Venture capital? Two major points here: First, although there are real opportunities for locally available capital for technology startups, in today’s world this is not a requirement. You could make the argument that it should be at least regional. If so, then Austin, Dallas, San Antonio and Houston are all easily accessible. The second point was made succinctly at a recent meeting with a Chicago-based venture capital firm at the BRIC: “Today’s $500,000 is yesterday’s $5 million.”
Technology has made the cost of innovation much less than it used to be. Because that cost has come down dramatically, the opportunity for local financing has improved dramatically. The Greater Waco Chamber of Commerce is actively working to encourage just this type of modest local investment in local innovation and business startups.

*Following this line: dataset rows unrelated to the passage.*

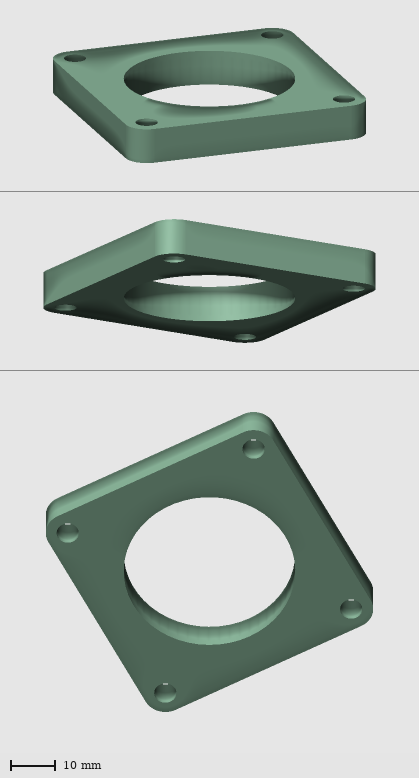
import cadquery as cq

plate_side = 57.0
plate_thickness = 8.0
corner_radius = 5.0

bore_diameter = 38.5
screw_hole_diameter = 5.0
screw_hole_spacing = 47.1


def make_plate():
    """Square plate with rounded vertical corners, centred on the origin in X and Y."""
    plate = cq.Workplane("XY").box(plate_side, plate_side, plate_thickness, centered=(True, True, False))
    return plate.edges("|Z").fillet(corner_radius)


def cut_bore(plate):
    """Central through bore."""
    return plate.faces(">Z").workplane(origin=(0, 0, 0)).hole(bore_diameter)


def cut_screw_holes(plate):
    """Four through holes on a square pattern."""
    top_plane = plate.faces(">Z").workplane(origin=(0, 0, 0))
    pattern = top_plane.rarray(screw_hole_spacing, screw_hole_spacing, 2, 2)
    return pattern.hole(screw_hole_diameter)


result = cut_screw_holes(cut_bore(make_plate()))
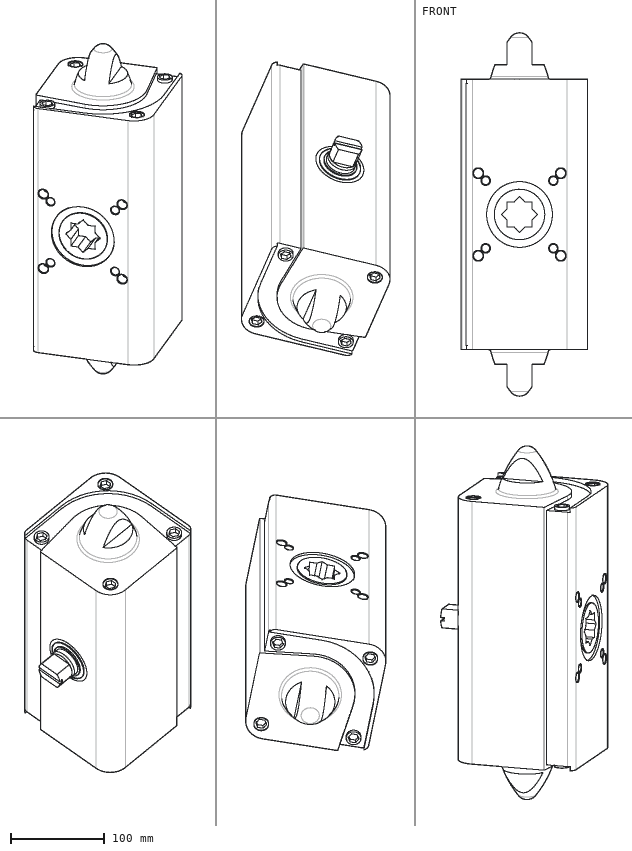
import cadquery as cq
import math


HALF_HEIGHT = 144.2
BLOCK_SIDE = 135.0
NEAR_SIDE = 62.5
FAR_SIDE = BLOCK_SIDE - NEAR_SIDE
NOTCH_SIDE = 57.0
LARGE_CORNER_RADIUS = 22.0
SMALL_CORNER_RADIUS = 7.0
NOTCH_EDGE_RADIUS = 1.0

PLATEAU_RADIUS = 47.5
PLATEAU_EDGE = 41.0
CHANNEL_RADIUS = 68.2
CHANNEL_DEPTH = 4.5

SCREW_SPACING = 100.0
SCREW_CENTER_OFFSET = 5.0
SCREW_HEAD_DIAMETER = 16.0
SCREW_HEAD_DROP = 1.0
HEX_ACROSS_CORNERS = 11.5
HEX_DEPTH = 6.0

TIP_Z = 194.0
STOP_FOOT_FILLET = 2.7
STOP_BASE_RADIUS = 30.5
STOP_MIDDLE_RADIUS = 22.5
STOP_MIDDLE_Z = 168.3
NOSE_RADIUS = 9.5
NOSE_Z = 189.0
STOP_BLADE_THICKNESS = 27.0
STOP_SHOULDER_Z = 159.7

OUTER_HOLE_SPACING = 88.0
OUTER_HOLE_DIAMETER = 10.0
INNER_HOLE_SPACING = 72.0
INNER_HOLE_DIAMETER = 8.5
HOLE_CHAMFER = 0.8
HOLE_DEPTH = 15.5
DRILL_TIP_ANGLE = 118.0

SEAT_RECESS_DIAMETER = 70.0
SEAT_RECESS_DEPTH = 2.7
SHAFT_INSET = 1.0
SHAFT_DIAMETER = 54.0
WASHER_DIAMETER = 46.0
WASHER_END = 63.5
RING_DIAMETER = 37.0
RING_END = 65.0
COLLAR_DIAMETER = 32.0
COLLAR_END = 73.0
COLLAR_CHAMFER_WIDTH = 1.0
COLLAR_CHAMFER_LENGTH = 2.7
STUB_DIAMETER = 30.5
STUB_ACROSS_FLATS = 21.0
OVERALL_DEPTH = 164.8
STUB_END = OVERALL_DEPTH - FAR_SIDE
SLOT_WIDTH = 3.5
SLOT_DEPTH = 4.0
STAR_SIDE = 27.0
STAR_DEPTH = 27.0

BLOCK_HEIGHT = 2 * HALF_HEIGHT
SHAFT_START = SHAFT_INSET - FAR_SIDE


def plateau_tangent_point():
    """Point where a line from (PLATEAU_EDGE, NEAR_SIDE) touches the plateau circle on its +X side."""
    corner_distance = math.hypot(PLATEAU_EDGE, NEAR_SIDE)
    corner_angle = math.atan2(NEAR_SIDE, PLATEAU_EDGE)
    angle = corner_angle - math.acos(PLATEAU_RADIUS / corner_distance)
    return PLATEAU_RADIUS * math.cos(angle), PLATEAU_RADIUS * math.sin(angle)


def make_block():
    """Square block with two notched strips, along Z."""
    tangent_x, tangent_y = plateau_tangent_point()
    slope = (tangent_x - PLATEAU_EDGE) / (NEAR_SIDE - tangent_y)
    notch_edge = PLATEAU_EDGE + slope * (NEAR_SIDE - NOTCH_SIDE)
    block = (
        cq.Workplane("XY")
        .workplane(offset=-HALF_HEIGHT)
        .moveTo(-NEAR_SIDE, NEAR_SIDE)
        .lineTo(PLATEAU_EDGE, NEAR_SIDE)
        .lineTo(notch_edge, NOTCH_SIDE)
        .lineTo(FAR_SIDE, NOTCH_SIDE)
        .lineTo(FAR_SIDE, -FAR_SIDE)
        .lineTo(-NOTCH_SIDE, -FAR_SIDE)
        .lineTo(-NOTCH_SIDE, -notch_edge)
        .lineTo(-NEAR_SIDE, -PLATEAU_EDGE)
        .close()
        .extrude(BLOCK_HEIGHT)
    )
    large_corners = [(-NEAR_SIDE, NEAR_SIDE), (FAR_SIDE, -FAR_SIDE)]
    small_corners = [(FAR_SIDE, NOTCH_SIDE), (-NOTCH_SIDE, -FAR_SIDE)]
    notch_corners = [(PLATEAU_EDGE, NEAR_SIDE), (-NEAR_SIDE, -PLATEAU_EDGE)]
    corner_groups = (
        (large_corners, LARGE_CORNER_RADIUS),
        (small_corners, SMALL_CORNER_RADIUS),
        (notch_corners, NOTCH_EDGE_RADIUS),
    )
    for corners, radius in corner_groups:
        for x, y in corners:
            edge = cq.selectors.NearestToPointSelector((x, y, 0))
            block = block.edges("|Z").edges(edge).fillet(radius)
    return block


def make_channel():
    """Lowered band of the top end face, between the plateau and the outer rim."""
    tangent_x, tangent_y = plateau_tangent_point()
    diagonal = math.sqrt(0.5)
    inner_middle = PLATEAU_RADIUS * diagonal
    outer_middle = CHANNEL_RADIUS * diagonal
    return (
        cq.Workplane("XY")
        .workplane(offset=HALF_HEIGHT - CHANNEL_DEPTH)
        .moveTo(PLATEAU_EDGE, NEAR_SIDE)
        .lineTo(tangent_x, tangent_y)
        .threePointArc((inner_middle, -inner_middle), (-tangent_y, -tangent_x))
        .lineTo(-NEAR_SIDE, -PLATEAU_EDGE)
        .lineTo(-NEAR_SIDE, -CHANNEL_RADIUS)
        .lineTo(0, -CHANNEL_RADIUS)
        .threePointArc((outer_middle, -outer_middle), (CHANNEL_RADIUS, 0))
        .lineTo(CHANNEL_RADIUS, NEAR_SIDE)
        .close()
        .extrude(CHANNEL_DEPTH)
    )


def screw_points():
    half = SCREW_SPACING / 2
    offset = SCREW_CENTER_OFFSET
    return [(offset + sx * half, -offset + sy * half) for sx in (-1, 1) for sy in (-1, 1)]


def make_screw_heads():
    """Four round heads that stand on the channel floor."""
    return (
        cq.Workplane("XY")
        .workplane(offset=HALF_HEIGHT - CHANNEL_DEPTH)
        .pushPoints(screw_points())
        .circle(SCREW_HEAD_DIAMETER / 2)
        .extrude(CHANNEL_DEPTH - SCREW_HEAD_DROP)
    )


def make_screw_recesses():
    """Clearance above the four heads, down to the head tops."""
    return (
        cq.Workplane("XY")
        .workplane(offset=HALF_HEIGHT)
        .pushPoints(screw_points())
        .circle(SCREW_HEAD_DIAMETER / 2)
        .extrude(-SCREW_HEAD_DROP)
    )


def make_hex_sockets():
    return (
        cq.Workplane("XY")
        .workplane(offset=HALF_HEIGHT - SCREW_HEAD_DROP)
        .pushPoints(screw_points())
        .polygon(6, HEX_ACROSS_CORNERS)
        .extrude(-HEX_DEPTH)
    )


def make_end_stop():
    """Pointed stop on the top end face: a turned ogive cut down to a blade."""
    foot_radius = STOP_BASE_RADIUS + STOP_FOOT_FILLET
    foot_top = HALF_HEIGHT + STOP_FOOT_FILLET
    fillet_reach = STOP_FOOT_FILLET * (1 - math.sqrt(0.5))
    nose_height = TIP_Z - NOSE_Z
    nose_sphere = (NOSE_RADIUS**2 + nose_height**2) / (2 * nose_height)
    nose_half_angle = math.asin(NOSE_RADIUS / nose_sphere) / 2
    nose_middle = (
        nose_sphere * math.sin(nose_half_angle),
        TIP_Z - nose_sphere * (1 - math.cos(nose_half_angle)),
    )
    ogive = (
        cq.Workplane("XZ")
        .moveTo(0, HALF_HEIGHT)
        .lineTo(foot_radius, HALF_HEIGHT)
        .threePointArc(
            (STOP_BASE_RADIUS + fillet_reach, HALF_HEIGHT + fillet_reach),
            (STOP_BASE_RADIUS, foot_top),
        )
        .threePointArc((STOP_MIDDLE_RADIUS, STOP_MIDDLE_Z), (NOSE_RADIUS, NOSE_Z))
        .threePointArc(nose_middle, (0, TIP_Z))
        .close()
        .revolve(360, (0, 0, 0), (0, 1, 0))
    )
    blade = (
        cq.Workplane("XY")
        .workplane(offset=STOP_SHOULDER_Z)
        .rect(STOP_BLADE_THICKNESS, 2 * foot_radius)
        .extrude(TIP_Z - STOP_SHOULDER_Z)
    )
    foot = (
        cq.Workplane("XY")
        .workplane(offset=HALF_HEIGHT)
        .circle(foot_radius)
        .extrude(STOP_SHOULDER_Z - HALF_HEIGHT)
    )
    return ogive.intersect(foot.union(blade))


def both_ends(shape):
    """The shape and its mirror copy at the opposite end of the block."""
    return shape, shape.mirror("XY")


def make_mounting_holes(spacing, diameter):
    """Four chamfered blind holes with drill tips, in a square pattern on the -Y face."""
    radius = diameter / 2
    tip_length = radius / math.tan(math.radians(DRILL_TIP_ANGLE / 2))
    hole = (
        cq.Workplane("XY")
        .moveTo(0, -FAR_SIDE)
        .lineTo(radius + HOLE_CHAMFER, -FAR_SIDE)
        .lineTo(radius, HOLE_CHAMFER - FAR_SIDE)
        .lineTo(radius, HOLE_DEPTH - FAR_SIDE)
        .lineTo(0, HOLE_DEPTH + tip_length - FAR_SIDE)
        .close()
        .revolve(360, (0, 0, 0), (0, 1, 0))
    )
    half = spacing / 2
    holes = cq.Workplane("XY")
    for sx in (-1, 1):
        for sz in (-1, 1):
            holes = holes.add(hole.translate((sx * half, 0, sz * half)))
    return holes.combine()


def disc(diameter, start, end):
    """Cylinder about the Y axis from Y = start to Y = end."""
    return cq.Workplane("XZ").workplane(offset=-start).circle(diameter / 2).extrude(start - end)


def make_housing():
    housing = make_block()
    for channel in both_ends(make_channel()):
        housing = housing.cut(channel)
    for recesses in both_ends(make_screw_recesses()):
        housing = housing.cut(recesses)
    for heads in both_ends(make_screw_heads()):
        housing = housing.union(heads)
    for sockets in both_ends(make_hex_sockets()):
        housing = housing.cut(sockets)
    for stop in both_ends(make_end_stop()):
        housing = housing.union(stop)
    housing = housing.cut(make_mounting_holes(OUTER_HOLE_SPACING, OUTER_HOLE_DIAMETER))
    housing = housing.cut(make_mounting_holes(INNER_HOLE_SPACING, INNER_HOLE_DIAMETER))
    housing = housing.cut(disc(SEAT_RECESS_DIAMETER, -FAR_SIDE, SEAT_RECESS_DEPTH - FAR_SIDE))
    return housing.cut(disc(SHAFT_DIAMETER, -FAR_SIDE, NEAR_SIDE))


def make_shaft_profile():
    """Turned steps of the shaft, from its inset end out to the end of the collar."""
    collar_radius = COLLAR_DIAMETER / 2
    return (
        cq.Workplane("XY")
        .moveTo(0, SHAFT_START)
        .lineTo(SHAFT_DIAMETER / 2, SHAFT_START)
        .lineTo(SHAFT_DIAMETER / 2, NEAR_SIDE)
        .lineTo(WASHER_DIAMETER / 2, NEAR_SIDE)
        .lineTo(WASHER_DIAMETER / 2, WASHER_END)
        .lineTo(RING_DIAMETER / 2, WASHER_END)
        .lineTo(RING_DIAMETER / 2, RING_END)
        .lineTo(collar_radius, RING_END)
        .lineTo(collar_radius, COLLAR_END - COLLAR_CHAMFER_LENGTH)
        .lineTo(collar_radius - COLLAR_CHAMFER_WIDTH, COLLAR_END)
        .lineTo(0, COLLAR_END)
        .close()
        .revolve(360, (0, 0, 0), (0, 1, 0))
    )


def make_stub():
    """Driving stub with two flats facing up and down and a slot across its end."""
    stub_length = STUB_END - COLLAR_END
    flats = (
        cq.Workplane("XZ")
        .workplane(offset=-COLLAR_END)
        .rect(STUB_DIAMETER, STUB_ACROSS_FLATS)
        .extrude(-stub_length)
    )
    slot = (
        cq.Workplane("XZ")
        .workplane(offset=-STUB_END)
        .rect(STUB_DIAMETER, SLOT_WIDTH)
        .extrude(SLOT_DEPTH)
    )
    return disc(STUB_DIAMETER, COLLAR_END, STUB_END).intersect(flats).cut(slot)


def make_star_socket():
    """Eight-pointed socket: two squares turned 45 degrees to each other."""
    square = (
        cq.Workplane("XZ")
        .workplane(offset=-SHAFT_START)
        .rect(STAR_SIDE, STAR_SIDE)
        .extrude(-STAR_DEPTH)
    )
    return square.union(square.rotate((0, 0, 0), (0, 1, 0), 45))


def make_shaft():
    return make_shaft_profile().union(make_stub()).cut(make_star_socket())


housing = make_housing()
shaft = make_shaft()

result = cq.Compound.makeCompound([housing.solids().val(), shaft.solids().val()])
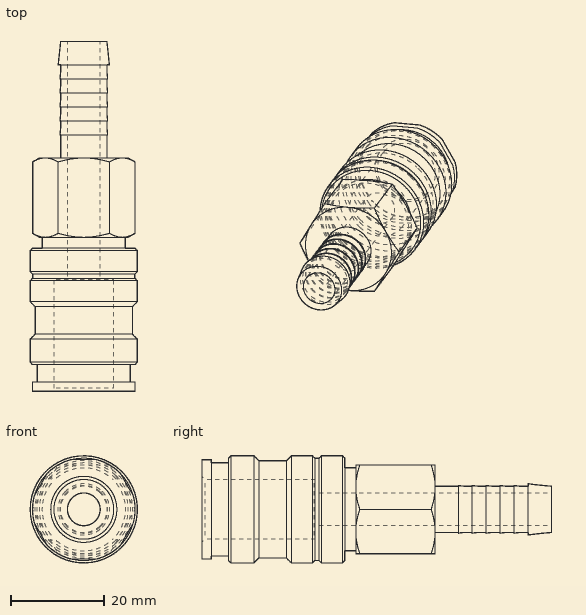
import cadquery as cq
import math

LENGTH = 75.0

FLANGE_DIA = 22.05
FLANGE_ACROSS_FLATS = 21.3
FLANGE_END = 2.0

SLEEVE_NECK_DIA = 20.0
COLLAR_DIA = 23.0
WAIST_DIA = 20.9
GROOVE_DIA = 22.0
REAR_NECK_DIA = 17.85
COLLAR_CHAMFER = 0.5
FRONT_COLLAR_START = 5.7
WAIST_START = 12.2
WAIST_END = 18.15
GROOVE_START = 24.2
GROOVE_END = 25.1
SLEEVE_END = 30.7

NUT_START = 33.0
NUT_END = 50.0
NUT_ACROSS_FLATS = 19.05
NUT_CHAMFER_ANGLE = 30.0

TAIL_DIA = 10.0
RIB_RISE = 0.15
RIB_LENGTH = 1.5
RIB_PITCH = 3.0
RIB_COUNT = 5
BARB_DIA = 11.0
BARB_LENGTH = 5.0

SOCKET_DIA = 12.8
SOCKET_DEPTH = 24.0
SOCKET_CHAMFER = 0.7
BORE_DIA = 7.0


def revolve_profile(profile):
    """Turn (radius, y) points, listed from the mouth to the tail, about the Y axis."""
    first_y = profile[0][1]
    last_y = profile[-1][1]
    outline = [(0, first_y)] + [(-radius, y) for radius, y in profile] + [(0, last_y)]
    return cq.Workplane("XY").polyline(outline).close().revolve(360, (0, 0, 0), (0, 1, 0))


def hexagonal_bar(across_flats, start, end):
    """Hexagonal prism along Y with two flats square to Z."""
    across_corners = across_flats / math.cos(math.radians(30))
    base = cq.Workplane("XZ", origin=(0, start, 0))
    return base.polygon(6, across_corners).extrude(start - end)


def make_flange():
    radius = FLANGE_DIA / 2
    disc = revolve_profile([(radius, 0), (radius, FLANGE_END)])
    return disc.intersect(hexagonal_bar(FLANGE_ACROSS_FLATS, 0, FLANGE_END))


def make_sleeve():
    neck = SLEEVE_NECK_DIA / 2
    collar = COLLAR_DIA / 2
    waist = WAIST_DIA / 2
    groove = GROOVE_DIA / 2
    rear_neck = REAR_NECK_DIA / 2
    waist_slope = collar - waist
    groove_slope = collar - groove
    return revolve_profile([
        (neck, FLANGE_END),
        (neck, FRONT_COLLAR_START),
        (collar - COLLAR_CHAMFER, FRONT_COLLAR_START),
        (collar, FRONT_COLLAR_START + COLLAR_CHAMFER),
        (collar, WAIST_START - waist_slope),
        (waist, WAIST_START),
        (waist, WAIST_END),
        (collar, WAIST_END + waist_slope),
        (collar, GROOVE_START - groove_slope),
        (groove, GROOVE_START),
        (groove, GROOVE_END),
        (collar, GROOVE_END + groove_slope),
        (collar, SLEEVE_END - COLLAR_CHAMFER),
        (collar - COLLAR_CHAMFER, SLEEVE_END),
        (rear_neck, SLEEVE_END),
        (rear_neck, NUT_START),
    ])


def make_nut():
    face_radius = NUT_ACROSS_FLATS / 2
    corner_radius = face_radius / math.cos(math.radians(30))
    chamfer_length = (corner_radius - face_radius) * math.tan(math.radians(NUT_CHAMFER_ANGLE))
    chamfer_envelope = revolve_profile([
        (face_radius, NUT_START),
        (corner_radius, NUT_START + chamfer_length),
        (corner_radius, NUT_END - chamfer_length),
        (face_radius, NUT_END),
    ])
    return hexagonal_bar(NUT_ACROSS_FLATS, NUT_START, NUT_END).intersect(chamfer_envelope)


def make_hose_tail():
    tail = TAIL_DIA / 2
    barb_start = LENGTH - BARB_LENGTH
    ribs_start = barb_start - RIB_COUNT * RIB_PITCH
    profile = [(tail, NUT_END)]
    for index in range(RIB_COUNT):
        rib_start = ribs_start + index * RIB_PITCH
        profile.append((tail, rib_start))
        profile.append((tail + RIB_RISE, rib_start))
        profile.append((tail, rib_start + RIB_LENGTH))
    profile.append((tail, barb_start))
    profile.append((BARB_DIA / 2, barb_start))
    profile.append((tail, LENGTH))
    return revolve_profile(profile)


def make_bores():
    socket = SOCKET_DIA / 2
    bore = BORE_DIA / 2
    return revolve_profile([
        (socket + SOCKET_CHAMFER, 0),
        (socket, SOCKET_CHAMFER),
        (socket, SOCKET_DEPTH),
        (bore, SOCKET_DEPTH),
        (bore, LENGTH),
    ])


body = make_flange().union(make_sleeve()).union(make_nut()).union(make_hose_tail())
result = body.cut(make_bores())
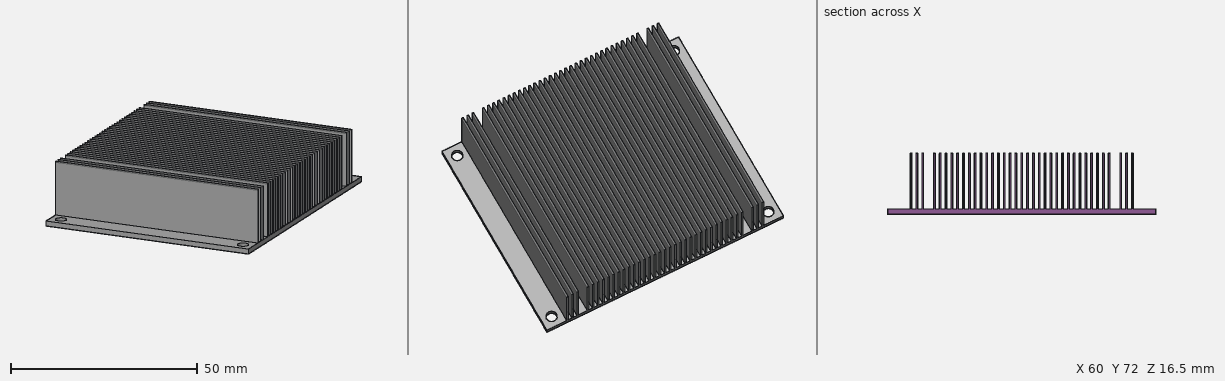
import cadquery as cq

BASE_WIDTH = 60.0
BASE_LENGTH = 72.0
BASE_THICKNESS = 1.45
TOTAL_HEIGHT = 16.5

HOLE_DIAMETER = 3.0
HOLE_INSET = 3.0

FIN_THICKNESS = 0.5
FIN_FIELD_LENGTH = 60.0
STATION_COUNT = 39
OUTER_GROUP_SIZE = 3
TIP_RADIUS = 0.2

FIN_PITCH = (FIN_FIELD_LENGTH - FIN_THICKNESS) / (STATION_COUNT - 1)
EMPTY_STATIONS = (OUTER_GROUP_SIZE, STATION_COUNT - 1 - OUTER_GROUP_SIZE)


def make_base():
    """Flat plate with a through hole in each corner, underside at Z = 0."""
    return (
        cq.Workplane("XY")
        .box(BASE_WIDTH, BASE_LENGTH, BASE_THICKNESS, centered=(True, True, False))
        .faces(">Z")
        .workplane()
        .rect(BASE_WIDTH - 2 * HOLE_INSET, BASE_LENGTH - 2 * HOLE_INSET, forConstruction=True)
        .vertices()
        .hole(HOLE_DIAMETER)
    )


def make_fins():
    """Full-width fins with rounded tips, reaching down through the base to fuse with it."""
    stations = [i for i in range(STATION_COUNT) if i not in EMPTY_STATIONS]
    middle_station = (STATION_COUNT - 1) / 2
    centers = [(0, (i - middle_station) * FIN_PITCH) for i in stations]
    return (
        cq.Workplane("XY")
        .pushPoints(centers)
        .rect(BASE_WIDTH, FIN_THICKNESS)
        .extrude(TOTAL_HEIGHT)
        .faces(">Z")
        .edges("|X")
        .fillet(TIP_RADIUS)
    )


result = make_base().union(make_fins())
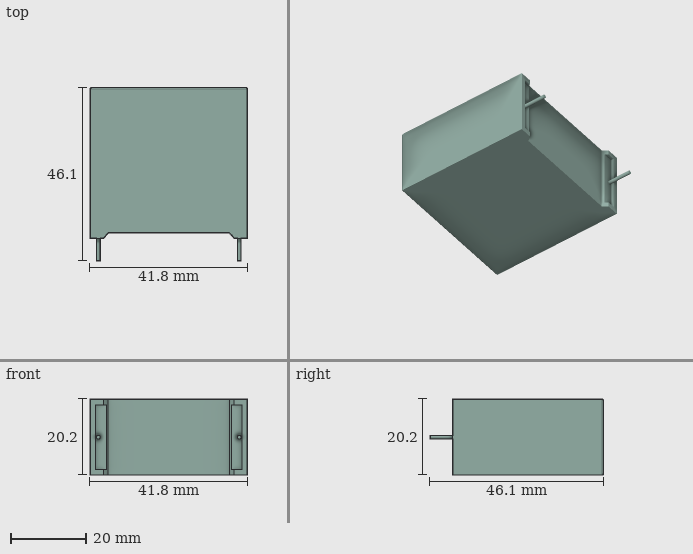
import cadquery as cq

case_width = 41.8
case_height = 20.2
total_length = 46.1
lead_reach = 6.0
case_length = total_length - lead_reach
rear_round = 0.4

foot_height = 1.45
foot_width = 3.55
flank_width = 1.25

pocket_wall = 1.48
pocket_depth = 0.85

lead_diameter = 1.0
lead_pitch = 37.5

half_width = case_width / 2
foot_inner_x = half_width - foot_width
flank_inner_x = foot_inner_x - flank_width
side_signs = (-1, 1)


def make_pocket(side):
    """Block that cuts the pocket of the foot on the given side (-1 or +1)."""
    outer_x = half_width - pocket_wall
    pocket_width = outer_x - flank_inner_x
    pocket_height = case_height - 2 * pocket_wall
    center = (side * (outer_x + flank_inner_x) / 2, pocket_depth / 2, 0)
    return cq.Workplane("XY").box(pocket_width, pocket_depth, pocket_height).translate(center)


def make_case():
    """Case with its two feet, rounded rear edges and foot pockets."""
    outline = [
        (-half_width, case_length),
        (-half_width, 0),
        (-foot_inner_x, 0),
        (-flank_inner_x, foot_height),
        (flank_inner_x, foot_height),
        (foot_inner_x, 0),
        (half_width, 0),
        (half_width, case_length),
    ]
    case = cq.Workplane("XY").polyline(outline).close().extrude(case_height / 2, both=True)
    case = case.faces(">Y").edges().fillet(rear_round)
    for side in side_signs:
        case = case.cut(make_pocket(side))
    return case


def make_lead(side):
    """Straight round lead standing on the pocket floor of the given side."""
    return (
        cq.Workplane("XZ", origin=(side * lead_pitch / 2, pocket_depth, 0))
        .circle(lead_diameter / 2)
        .extrude(pocket_depth + lead_reach)
    )


case = make_case()
leads = [make_lead(side) for side in side_signs]

result = cq.Compound.makeCompound([case.val(), *[lead.val() for lead in leads]])

Finally, Waco has a host of resources primed and available for technology innovation. More and more there are capable, experienced, tech-savvy small businesses eager to collaborate. These cover the range of expertise — design, manufacturing, prototyping, 3D printing, software development, analytics, cloud services, etc. Waco even has a MakerSpace that enables DIY prototyping without large capital costs.
The mighty BRIC
The McLennan Small Business Development Center provides a host of startup support including experienced technology development coaches such as Jane Herndon. They sponsor a variety of events to foster innovation and business startup and they have the connections to other regional and national resources you may require as innovations mature.
Baylor University provides many resources and entrepreneurial groups including the Baylor Angel Network and the Launch Group. In partnership with Waco, Bellmead, TSTC and others, it leads the Baylor Research and Innovation Collaborative as a state-of-the-art research facility that is putting Baylor research, TSTC, Launch and large and small businesses under one roof to foster technology development and commercialization. In less than three years of operations, it’s making an impact with all four of last year’s Waco Business Innovator finalists — all directly linked to BRIC developments.
So why Waco, why now for innovation? With everything Waco has going for it, the better question for your innovative idea is: Why haven’t I started?
John Fitch is an engineer, space physicist and inventor. He has lived with his family in Waco since 1994. He founded Birkeland Current in 2009 as a small business that develops enabling technical concepts into mature prototypes ready for business startup. Birkeland Current’s joint venture with Pruf Energy Solutions won the 2015 Business Innovator award from the Greater Waco Chamber of Commerce. Birkeland Current’s offices and labs are in BRIC. Website: www.birkelandcurrent.com.
Posted: Waco Tribune Herald, Sunday, March 27, 2016 12:01 am | Updated: 1:04 am, Sun Mar 27, 2016.